The remote computer 1048 can be a workstation, a server computer, a
router, a personal computer, portable computer,
microprocessor-based entertainment appliance, a peer device or
other common network node, and typically includes many or all of
the elements described relative to the computer 1002, although, for
purposes of brevity, only a memory/storage device 1050 is
illustrated. The logical connections depicted include wire/wireless
connectivity to a local area network (LAN) 1052 and/or larger
networks, for example, a wide area network (WAN) 1054. Such LAN and
WAN networking environments are commonplace in offices and
companies, and facilitate enterprise-wide computer networks, such
as intranets, all of which may connect to a global communications
network, for example, the Internet.
[0080] When used in a LAN networking environment, the computer 1002
is connected to the LAN 1052 through a wire and/or wireless
communication network interface or adaptor 1056. The adaptor 1056
can facilitate wire and/or wireless communications to the LAN 1052,
which may also include a wireless access point disposed thereon for
communicating with the wireless functionality of the adaptor
1056.
[0081] When used in a WAN networking environment, the computer 1002
can include a modem 1058, or is connected to a communications
server on the WAN 1054, or has other means for establishing
communications over the WAN 1054, such as by way of the Internet.
The modem 1058, which can be internal or external and a wire and/or
wireless device, connects to the system bus 1008 via the input
device interface 1042. In a networked environment, program modules
depicted relative to the computer 1002, or portions thereof, can be
stored in the remote memory/storage device 1050. It will be
appreciated that the network connections shown are exemplary and
other means of establishing a communications link between the
computers can be used.
[0082] The computer 1002 is operable to communicate with wire and
wireless devices or entities using the IEEE 802 family of
standards, such as wireless devices operatively disposed in
wireless communication (e.g., IEEE 802.11 over-the-air modulation
techniques). This includes at least Wi-Fi (or Wireless Fidelity),
WiMax, and Bluetooth.TM. wireless technologies, among others. Thus,
the communication can be a predefined structure as with a
conventional network or simply an ad hoc communication between at
least two devices. Wi-Fi networks use radio technologies called
IEEE 802.11x (a, b, g, n, etc.) to provide secure, reliable, fast
wireless connectivity. A Wi-Fi network can be used to connect
computers to each other, to the Internet, and to wire networks
(which use IEEE 802.3-related media and functions).

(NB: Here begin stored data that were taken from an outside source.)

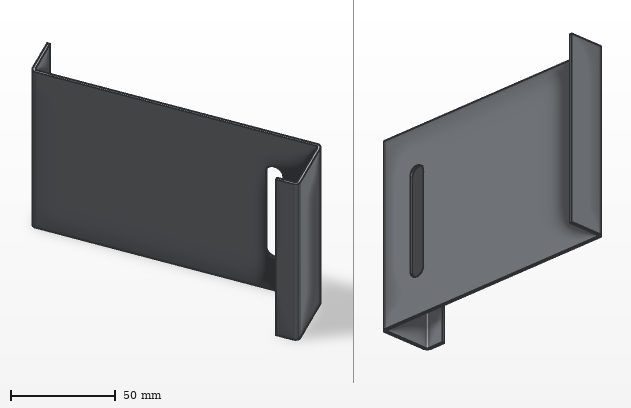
import cadquery as cq

length = 149.0
depth = 51.0
height = 100.0

thickness = 1.5
inner_radius = 1.0
outer_radius = inner_radius + thickness

front_flange_depth = 31.0
lip_width = 11.6

slot_length = 59.0
slot_width = 9.0
slot_from_left = 125.0

left = -length / 2
right = length / 2
front = -depth / 2
back = depth / 2
web_back = front + front_flange_depth
web_front = web_back - thickness
lip_end = right - lip_width


def folded_sheet():
    """Extrude the sharp-cornered section, then round both sides of each bend."""
    outline = [
        (left, back),
        (left, web_front),
        (right - thickness, web_front),
        (right - thickness, front + thickness),
        (lip_end, front + thickness),
        (lip_end, front),
        (right, front),
        (right, web_back),
        (left + thickness, web_back),
        (left + thickness, back),
    ]
    outer_corners = [(left, web_front), (right, web_back), (right, front)]
    inner_corners = [
        (left + thickness, web_back),
        (right - thickness, web_front),
        (right - thickness, front + thickness),
    ]
    sheet = cq.Workplane("XY").polyline(outline).close().extrude(height / 2, both=True)
    for corners, radius in ((outer_corners, outer_radius), (inner_corners, inner_radius)):
        for x, y in corners:
            corner_edge = cq.selectors.NearestToPointSelector((x, y, 0))
            sheet = sheet.edges("|Z").edges(corner_edge).fillet(radius)
    return sheet


def web_slot():
    """Upright round-ended cutter that passes through the web only."""
    return (
        cq.Workplane("XZ", origin=(left + slot_from_left, web_back + thickness, 0))
        .slot2D(slot_length, slot_width, angle=90)
        .extrude(3 * thickness)
    )


result = folded_sheet().cut(web_slot())

[0083] One or more aspects of at least one embodiment may be
implemented by representative instructions stored on a
machine-readable medium which represents various logic within the
processor, which when read by a machine causes the machine to
fabricate logic to perform the techniques described herein. Such
representations, known as "IP cores" may be stored on a tangible,
machine readable medium and supplied to various customers or
manufacturing facilities to load into the fabrication machines that
actually make the logic or processor. Some embodiments may be
implemented, for example, using a machine-readable medium or
article which may store an instruction or a set of instructions
that, if executed by a machine, may cause the machine to perform a
method and/or operations in accordance with the embodiments. Such a
machine may include, for example, any suitable processing platform,
computing platform, computing device, processing device, computing
system, processing system, computer, processor, or the like, and
may be implemented using any suitable combination of hardware
and/or software. The machine-readable medium or article may
include, for example, any suitable type of memory unit, memory
device, memory article, memory medium, storage device, storage
article, storage medium and/or storage unit, for example, memory,
removable or non-removable media, erasable or non-erasable media,
writeable or re-writeable media, digital or analog media, hard
disk, floppy disk, Compact Disk Read Only Memory (CD-ROM), Compact
Disk Recordable (CD-R), Compact Disk Rewriteable (CD-RW), optical
disk, magnetic media, magneto-optical media, removable memory cards
or disks, various types of Digital Versatile Disk (DVD), a tape, a
cassette, or the like. The instructions may include any suitable
type of code, such as source code, compiled code, interpreted code,
executable code, static code, dynamic code, encrypted code, and the
like, implemented using any suitable high-level, low-level,
object-oriented, visual, compiled and/or interpreted programming
language.
[0084] Numerous specific details have been set forth herein to
provide a thorough understanding of the embodiments. It will be
understood by those skilled in the art, however, that the
embodiments may be practiced without these specific details. In
other instances, well-known operations, components, and circuits
have not been described in detail so as not to obscure the
embodiments. It can be appreciated that the specific structural and
functional details disclosed herein may be representative and do
not necessarily limit the scope of the embodiments.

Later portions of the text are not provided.